Regarding batch normalization

In week 1 assignment 2 in sequential layer we used BatchNormalization with argument axis=3, what exactly this axis=3 mean and why are we using batch normalization ?
Also after executing happy_model.summary() I found 64 non trainable parameters what are these 64 non trainable parameters?
Thanks!

Hi Nithin,

With regard to your first question have a look here: [Week 2] what is the meaning of (axis = 3) in the BatchNormalization? - #6 by reinoudbosch

The 64 non trainable parameters are the mean and variance vectors of the batchnorm layer. With 32 features (axis=3 of the conv2d layer output) you get 32*2 non trainable parameters.
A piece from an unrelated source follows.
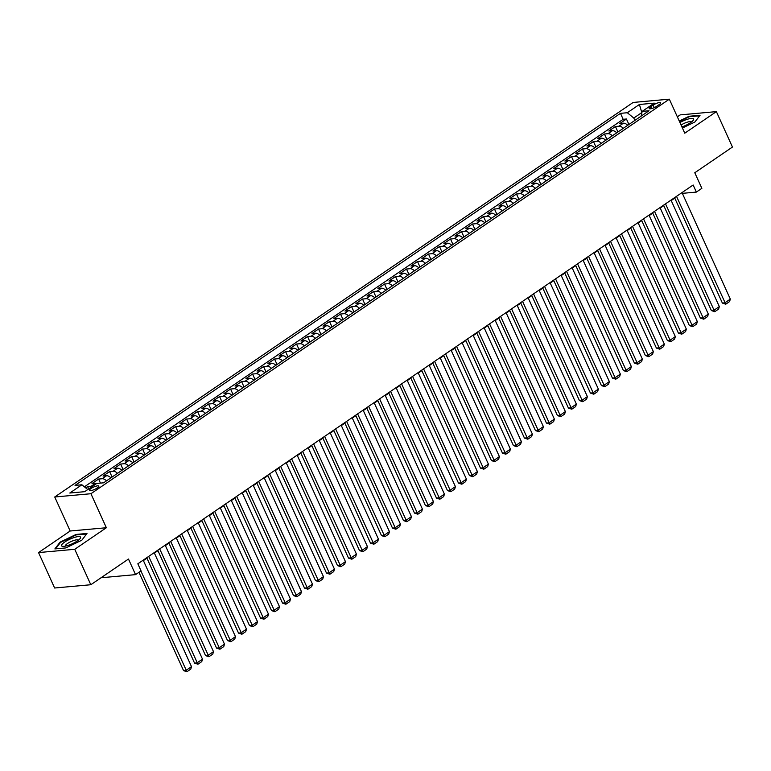 <?xml version="1.0" encoding="UTF-8"?>
<svg xmlns="http://www.w3.org/2000/svg" width="771" height="771" viewBox="0 0 771 771"><rect width="100%" height="100%" fill="white"/><g stroke="black" fill="none" stroke-linecap="round" stroke-linejoin="round"><path stroke-width="1.16" d="M97.281 487.947A5.137 1.272 -24.4 0 0 98.823 486.106A5.137 1.272 -24.4 0 0 95.835 486.222A5.137 1.272 -24.4 0 0 91.017 488.506A5.137 1.272 -24.4 0 0 89.465 490.346A5.137 1.272 -24.4 0 0 92.462 490.231A5.137 1.272 -24.4 0 0 97.281 487.947M38.55 552.576L54.625 588.003L90.814 584.736L74.739 549.299L106.359 527.74L90.93 493.719L54.731 496.996L70.161 531.007L38.55 552.576L74.739 549.299M90.93 493.719L669.334 99.17L633.136 102.447L54.731 496.996M669.334 99.17L684.764 133.19L716.375 111.622L680.186 114.889L677.343 116.835M716.375 111.622L732.45 147.059L694.787 172.752L701.861 188.336L696.358 192.085L693.148 185.001L137.836 563.803L141.045 570.887L135.551 574.636L128.478 559.042L90.814 584.736M627.71 125.307A6.428 3.595 -124.3 0 0 623.411 123.187L619.836 123.505L626.438 119.004L628.924 124.478M623.305 128.304A6.428 3.595 -124.3 0 0 619.007 126.184L615.441 126.511L617.928 131.986M615.441 126.511L608.839 131.003L612.415 130.684A6.428 3.595 -124.3 0 1 616.713 132.805M605.717 140.312A6.428 3.595 -124.3 0 0 601.419 138.182L597.843 138.51L604.445 134.009L606.931 139.484M594.72 147.81A6.428 3.595 -124.3 0 0 590.422 145.69L586.847 146.008L593.448 141.507L595.935 146.982M583.724 155.308A6.428 3.595 -124.3 0 0 579.426 153.188L575.85 153.506L582.452 149.005L584.938 154.479M572.728 162.816A6.428 3.595 -124.3 0 0 568.429 160.686L564.854 161.014L571.456 156.513L573.942 161.987M561.731 170.314A6.428 3.595 -124.3 0 0 557.433 168.194L553.857 168.512L560.459 164.011L562.946 169.485M550.735 177.812A6.428 3.595 -124.3 0 0 546.437 175.692L542.861 176.01L549.463 171.509L551.949 176.983M539.739 185.319A6.428 3.595 -124.3 0 0 535.44 183.19L531.865 183.517L538.466 179.017L540.953 184.491M528.742 192.817A6.428 3.595 -124.3 0 0 524.444 190.688L520.868 191.015L527.47 186.515L529.956 191.989M517.746 200.315A6.428 3.595 -124.3 0 0 513.447 198.195L509.872 198.513L516.474 194.013L518.96 199.487M506.749 207.813A6.428 3.595 -124.3 0 0 502.451 205.693L498.876 206.021L505.477 201.52L507.964 206.994M495.753 215.321A6.428 3.595 -124.3 0 0 491.455 213.191L487.889 213.519L494.481 209.018L496.967 214.492M484.757 222.819A6.428 3.595 -124.3 0 0 480.458 220.699L476.892 221.017L483.484 216.516L485.971 221.99M473.76 230.317A6.428 3.595 -124.3 0 0 469.462 228.197L465.896 228.515L472.488 224.014L474.975 229.498M462.764 237.825A6.428 3.595 -124.3 0 0 458.466 235.695L454.9 236.022L461.492 231.522L463.978 236.996M451.767 245.323A6.428 3.595 -124.3 0 0 447.469 243.202L443.903 243.52L450.495 239.02L452.982 244.494M440.771 252.821A6.428 3.595 -124.3 0 0 436.473 250.7L432.907 251.018L439.499 246.518L441.985 251.992M429.775 260.328A6.428 3.595 -124.3 0 0 425.476 258.198L421.91 258.526L428.503 254.025L430.989 259.499M418.778 267.826A6.428 3.595 -124.3 0 0 414.48 265.706L410.914 266.024L417.506 261.523L419.993 266.997M407.782 275.324A6.428 3.595 -124.3 0 0 403.484 273.204L399.918 273.522L406.51 269.021L408.996 274.495M396.786 282.832A6.428 3.595 -124.3 0 0 392.487 280.702L388.921 281.03L395.513 276.529L398 282.003M385.789 290.33A6.428 3.595 -124.3 0 0 381.491 288.2L377.925 288.527L384.517 284.027L387.003 289.501M374.793 297.828A6.428 3.595 -124.3 0 0 370.494 295.707L366.929 296.025L373.521 291.525L376.007 296.999M363.796 305.326A6.428 3.595 -124.3 0 0 359.498 303.205L355.932 303.533L362.524 299.032L365.011 304.506M352.8 312.833A6.428 3.595 -124.3 0 0 348.502 310.703L344.936 311.031L351.528 306.53L354.014 312.004M341.804 320.331A6.428 3.595 -124.3 0 0 337.505 318.211L333.939 318.529L340.531 314.028L343.018 319.502M330.807 327.829A6.428 3.595 -124.3 0 0 326.509 325.709L322.943 326.027L329.535 321.526L332.022 327.01M319.811 335.337A6.428 3.595 -124.3 0 0 315.512 333.207L311.947 333.535L318.539 329.034L321.025 334.508M308.814 342.835A6.428 3.595 -124.3 0 0 304.516 340.715L300.95 341.033L307.542 336.532L310.029 342.006M297.818 350.333A6.428 3.595 -124.3 0 0 293.52 348.213L289.954 348.531L296.546 344.03L299.032 349.504M286.822 357.84A6.428 3.595 -124.3 0 0 282.523 355.71L278.957 356.038L285.549 351.537L288.036 357.012M275.825 365.338A6.428 3.595 -124.3 0 0 271.527 363.218L267.961 363.536L274.553 359.035L277.04 364.51M264.829 372.836A6.428 3.595 -124.3 0 0 260.531 370.716L256.965 371.034L263.557 366.533L266.043 372.007M253.832 380.344A6.428 3.595 -124.3 0 0 249.534 378.214L245.968 378.542L252.56 374.041L255.047 379.515M242.836 387.842A6.428 3.595 -124.3 0 0 238.538 385.712L234.972 386.04L241.564 381.539L244.05 387.013M231.84 395.34A6.428 3.595 -124.3 0 0 227.541 393.22L223.976 393.538L230.568 389.037L233.054 394.511M220.843 402.838A6.428 3.595 -124.3 0 0 216.545 400.718L212.979 401.045L219.571 396.545L222.058 402.019M209.847 410.345A6.428 3.595 -124.3 0 0 205.549 408.216L201.983 408.543L208.575 404.043L211.061 409.517M198.851 417.843A6.428 3.595 -124.3 0 0 194.552 415.723L190.986 416.041L197.578 411.541L200.065 417.015M187.854 425.341A6.428 3.595 -124.3 0 0 183.556 423.221L179.99 423.539L186.582 419.038L189.068 424.522M176.858 432.849A6.428 3.595 -124.3 0 0 172.559 430.719L168.994 431.047L175.586 426.546L178.072 432.02M165.861 440.347A6.428 3.595 -124.3 0 0 161.563 438.227L157.997 438.545L164.589 434.044L167.076 439.518M154.865 447.845A6.428 3.595 -124.3 0 0 150.567 445.725L147.001 446.043L153.593 441.542L156.079 447.016M143.869 455.353A6.428 3.595 -124.3 0 0 139.57 453.223L136.004 453.55L142.596 449.05L145.083 454.524M132.872 462.851A6.428 3.595 -124.3 0 0 128.574 460.73L125.008 461.048L131.6 456.548L134.087 462.022M121.876 470.349A6.428 3.595 -124.3 0 0 117.578 468.228L114.012 468.546L120.604 464.046L123.09 469.52M110.879 477.856A6.428 3.595 -124.3 0 0 106.581 475.726L103.015 476.054L109.607 471.553L112.094 477.027M96.973 483.417A6.428 3.595 -124.3 0 0 95.585 483.224L92.019 483.552L98.611 479.051L100.452 483.099M653.133 105.126L650.714 106.774A4.983 1.224 -24.4 0 0 649.211 108.557A4.983 1.224 -24.4 0 0 652.112 108.441A4.983 1.224 -24.4 0 0 656.786 106.225L659.205 104.577A4.983 1.224 -24.4 0 0 660.699 102.794A4.983 1.224 -24.4 0 0 657.798 102.909A4.983 1.224 -24.4 0 0 653.133 105.126L654.271 107.612M641.742 113.347L641.491 112.797L633.791 118.05L627.305 112.73L620.462 113.347L75.047 485.393L81.89 484.776L69.795 493.026L84.665 491.686L96.761 483.436L103.603 482.819L649.018 110.764L642.176 111.39L641.115 116.161M627.305 112.73L639.4 104.48L654.271 103.141L642.176 111.39M626.438 119.004L623.161 119.303L84.386 486.819M92.443 486.376A6.428 3.595 55.7 0 0 91.19 486.231L87.615 486.549L85.677 487.879M98.611 479.051L102.186 478.724A6.428 3.595 55.7 0 1 106.485 480.853M109.607 471.553L113.183 471.226A6.428 3.595 55.7 0 1 117.481 473.355M120.604 464.046L124.179 463.728A6.428 3.595 55.7 0 1 128.478 465.848M131.6 456.548L135.176 456.23A6.428 3.595 55.7 0 1 139.474 458.35M142.596 449.05L146.172 448.722A6.428 3.595 55.7 0 1 150.47 450.852M153.593 441.542L157.168 441.224A6.428 3.595 55.7 0 1 161.467 443.344M164.589 434.044L168.165 433.726A6.428 3.595 55.7 0 1 172.463 435.846M175.586 426.546L179.161 426.218A6.428 3.595 55.7 0 1 183.459 428.348M186.582 419.038L190.158 418.72A6.428 3.595 55.7 0 1 194.456 420.841M197.578 411.541L201.154 411.222A6.428 3.595 55.7 0 1 205.452 413.343M208.575 404.043L212.15 403.715A6.428 3.595 55.7 0 1 216.449 405.845M219.571 396.545L223.147 396.217A6.428 3.595 55.7 0 1 227.445 398.337M230.568 389.037L234.143 388.719A6.428 3.595 55.7 0 1 238.441 390.839M241.564 381.539L245.139 381.211A6.428 3.595 55.7 0 1 249.438 383.341M252.56 374.041L256.136 373.713A6.428 3.595 55.7 0 1 260.434 375.843M263.557 366.533L267.132 366.215A6.428 3.595 55.7 0 1 271.431 368.336M274.553 359.035L278.129 358.717A6.428 3.595 55.7 0 1 282.427 360.838M285.549 351.537L289.125 351.21A6.428 3.595 55.7 0 1 293.423 353.34M296.546 344.03L300.121 343.712A6.428 3.595 55.7 0 1 304.42 345.832M307.542 336.532L311.118 336.214A6.428 3.595 55.7 0 1 315.416 338.334M318.539 329.034L322.114 328.706A6.428 3.595 55.7 0 1 326.412 330.836M329.535 321.526L333.111 321.208A6.428 3.595 55.7 0 1 337.409 323.328M340.531 314.028L344.107 313.71A6.428 3.595 55.7 0 1 348.405 315.831M351.528 306.53L355.103 306.203A6.428 3.595 55.7 0 1 359.402 308.333M362.524 299.032L366.1 298.705A6.428 3.595 55.7 0 1 370.398 300.825M373.521 291.525L377.096 291.207A6.428 3.595 55.7 0 1 381.394 293.327M384.517 284.027L388.092 283.699A6.428 3.595 55.7 0 1 392.391 285.829M395.513 276.529L399.089 276.201A6.428 3.595 55.7 0 1 403.387 278.331M406.51 269.021L410.085 268.703A6.428 3.595 55.7 0 1 414.384 270.823M417.506 261.523L421.082 261.205A6.428 3.595 55.7 0 1 425.38 263.325M428.503 254.025L432.078 253.698A6.428 3.595 55.7 0 1 436.376 255.827M439.499 246.518L443.074 246.2A6.428 3.595 55.7 0 1 447.373 248.32M450.495 239.02L454.071 238.702A6.428 3.595 55.7 0 1 458.369 240.822M461.492 231.522L465.067 231.194A6.428 3.595 55.7 0 1 469.366 233.324M472.488 224.014L476.064 223.696A6.428 3.595 55.7 0 1 480.362 225.816M483.484 216.516L487.06 216.198A6.428 3.595 55.7 0 1 491.358 218.318M494.481 209.018L498.056 208.69A6.428 3.595 55.7 0 1 502.345 210.82M505.477 201.52L509.053 201.192A6.428 3.595 55.7 0 1 513.341 203.313M516.474 194.013L520.049 193.694A6.428 3.595 55.7 0 1 524.338 195.815M527.47 186.515L531.046 186.187A6.428 3.595 55.7 0 1 535.334 188.317M538.466 179.017L542.042 178.689A6.428 3.595 55.7 0 1 546.331 180.819M549.463 171.509L553.038 171.191A6.428 3.595 55.7 0 1 557.327 173.311M560.459 164.011L564.035 163.693A6.428 3.595 55.7 0 1 568.323 165.813M571.456 156.513L575.031 156.185A6.428 3.595 55.7 0 1 579.32 158.315M582.452 149.005L586.018 148.687A6.428 3.595 55.7 0 1 590.316 150.808M593.448 141.507L597.014 141.189A6.428 3.595 55.7 0 1 601.313 143.31M604.445 134.009L608.011 133.682A6.428 3.595 55.7 0 1 612.309 135.812M634.87 120.421L633.791 118.05M101.049 577.758L135.551 574.636M682.354 193.357L696.358 192.085M143.396 560.604L146.953 558.175M154.393 553.096L157.949 550.677M165.389 545.598L168.945 543.169M176.386 538.1L179.942 535.672M187.382 530.593L190.938 528.174M198.378 523.095L201.935 520.676M209.375 515.597L212.931 513.168M220.371 508.099L223.927 505.67M231.367 500.591L234.924 498.172M242.364 493.093L245.92 490.664M253.36 485.595L256.916 483.166M264.357 478.087L267.913 475.668M275.353 470.589L278.909 468.161M286.349 463.092L289.906 460.663M297.346 455.584L300.902 453.165M308.342 448.086L311.898 445.657M319.339 440.588L322.895 438.159M330.335 433.08L333.891 430.661M341.331 425.582L344.888 423.163M352.328 418.084L355.884 415.656M363.324 410.586L366.88 408.158M374.32 403.079L377.877 400.66M385.317 395.581L388.873 393.152M396.313 388.083L399.87 385.654M407.31 380.575L410.866 378.156M418.306 373.077L421.862 370.649M429.302 365.579L432.859 363.151M440.299 358.072L443.855 355.653M451.295 350.574L454.851 348.145M462.292 343.076L465.848 340.647M473.288 335.568L476.844 333.149M484.284 328.07L487.841 325.651M495.281 320.572L498.837 318.144M506.277 313.074L509.833 310.646M517.274 305.567L520.83 303.148M528.27 298.069L531.826 295.64M539.266 290.571L542.823 288.142M550.263 283.063L553.819 280.644M561.259 275.565L564.815 273.136M572.255 268.067L575.812 265.638M583.252 260.559L586.808 258.14M594.248 253.061L597.804 250.633M605.245 245.564L608.801 243.135M616.241 238.056L619.797 235.637M627.237 230.558L630.794 228.139M638.234 223.06L641.79 220.631M649.23 215.562L652.786 213.133M660.227 208.054L663.783 205.635M671.223 200.556L674.779 198.128M641.867 112.759L639.4 104.48M623.161 119.303L620.462 113.347M87.615 486.549L88.694 488.93M81.89 484.776L87.749 489.575M682.422 128.025L694.883 122.02L700.049 115.274L689.149 116.267L679.251 121.028M106.359 527.74L70.161 531.007M65.776 547.93L81.842 540.201L86.998 533.455L76.107 534.438L60.042 542.167L54.876 548.913L65.776 547.93M60.292 542.717L60.042 542.167M682.007 192.596L730.32 299.1L724.827 302.849L722.379 303.07L725.752 304.198L676.514 196.345M674.567 197.675L722.379 303.07M730.32 299.1L729.597 301.567L725.752 304.198M681.93 126.945A10.437 2.573 -24.4 0 0 690.469 122.714A10.437 2.573 -24.4 0 0 693.119 120.459A10.437 2.573 -24.4 0 0 690.508 118.512A10.437 2.573 -24.4 0 0 679.926 122.531M691.394 122.049A7.151 1.764 -24.4 0 0 691.385 122.02A7.151 1.764 -24.4 0 0 681.053 125.018M679.424 121.423L689.12 116.758L699.644 115.804M80.435 536.963A10.437 2.573 -24.4 0 0 69.139 539.527A10.437 2.573 -24.4 0 0 61.699 545.984A10.437 2.573 -24.4 0 0 63.01 546.379A10.437 2.573 -24.4 0 0 72.137 543.815A10.437 2.573 -24.4 0 0 80.068 538.63A10.437 2.573 -24.4 0 0 80.435 536.963M78.353 540.23A7.151 1.764 -24.4 0 0 78.343 540.192A7.151 1.764 -24.4 0 0 78.247 540.057A7.151 1.764 -24.4 0 0 70.807 541.676A7.151 1.764 -24.4 0 0 65.323 546.099A7.151 1.764 -24.4 0 0 65.342 546.128M55.589 548.856L60.504 542.427L76.069 534.929L86.603 533.985M671.011 200.103L719.324 306.598L713.83 310.347L711.382 310.568L714.756 311.696L665.518 203.852M663.571 205.173L711.382 310.568M719.324 306.598L718.601 309.065L714.756 311.696M660.015 207.601L708.327 314.096L702.834 317.845L700.386 318.066L703.759 319.194L654.521 211.35M652.574 212.68L700.386 318.066M708.327 314.096L707.605 316.573L703.759 319.194M649.018 215.099L697.331 321.603L691.838 325.352L689.39 325.574L692.763 326.692L643.525 218.848M641.578 220.178L689.39 325.574M697.331 321.603L696.608 324.071L692.763 326.692M638.022 222.607L686.335 329.101L680.841 332.85L678.393 333.072L681.766 334.2L632.528 226.356M630.582 227.676L678.393 333.072M686.335 329.101L685.612 331.569L681.766 334.2M627.025 230.105L675.338 336.599L669.845 340.348L667.397 340.57L670.77 341.698L621.532 233.854M619.585 235.184L667.397 340.57M675.338 336.599L674.615 339.076L670.77 341.698M616.029 237.603L664.342 344.107L658.848 347.856L656.4 348.078L659.774 349.196L610.536 241.352M608.589 242.682L656.4 348.078M664.342 344.107L663.619 346.574L659.774 349.196M605.033 245.101L653.345 351.605L647.852 355.354L645.404 355.576L648.777 356.703L599.539 248.86M597.592 250.18L645.404 355.576M653.345 351.605L652.623 354.072L648.777 356.703M594.036 252.609L642.349 359.103L636.856 362.852L634.408 363.074L637.781 364.201L588.543 256.358M586.596 257.687L634.408 363.074M642.349 359.103L641.626 361.58L637.781 364.201M583.04 260.106L631.353 366.601L625.859 370.359L623.411 370.581L626.784 371.699L577.546 263.855M575.6 265.185L623.411 370.581M631.353 366.601L630.63 369.078L626.784 371.699M572.043 267.604L620.356 374.108L614.863 377.857L612.415 378.079L615.788 379.207L566.55 271.363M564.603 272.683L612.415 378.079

You can also have a look here: Keras - number of parameters in BatchNorm Layer

Thank for answering,
My second doubt got clarified but…
Can u tell me the difference between axis=2 and axis=3
Thanks!

Hi Nithin,

Axis=0 refers to the training examples. Axis=1 and 2 describe 2D arrays with activation values that support the extraction of particular features. Axis=3 is the axis along which the 2D arrays (one array per filter) are stacked. In order to normalize values per feature, you want therefore to normalize along axis 3.

My doubt is clarified
thank you!

wait why is it that in the sequential api we use batch normalization but we don’t in the functional api ?

It likely has to do with the problem that is being solved, rather than the method being used. Perhaps batch normalization wasn’t required in the exercise that used the functional API.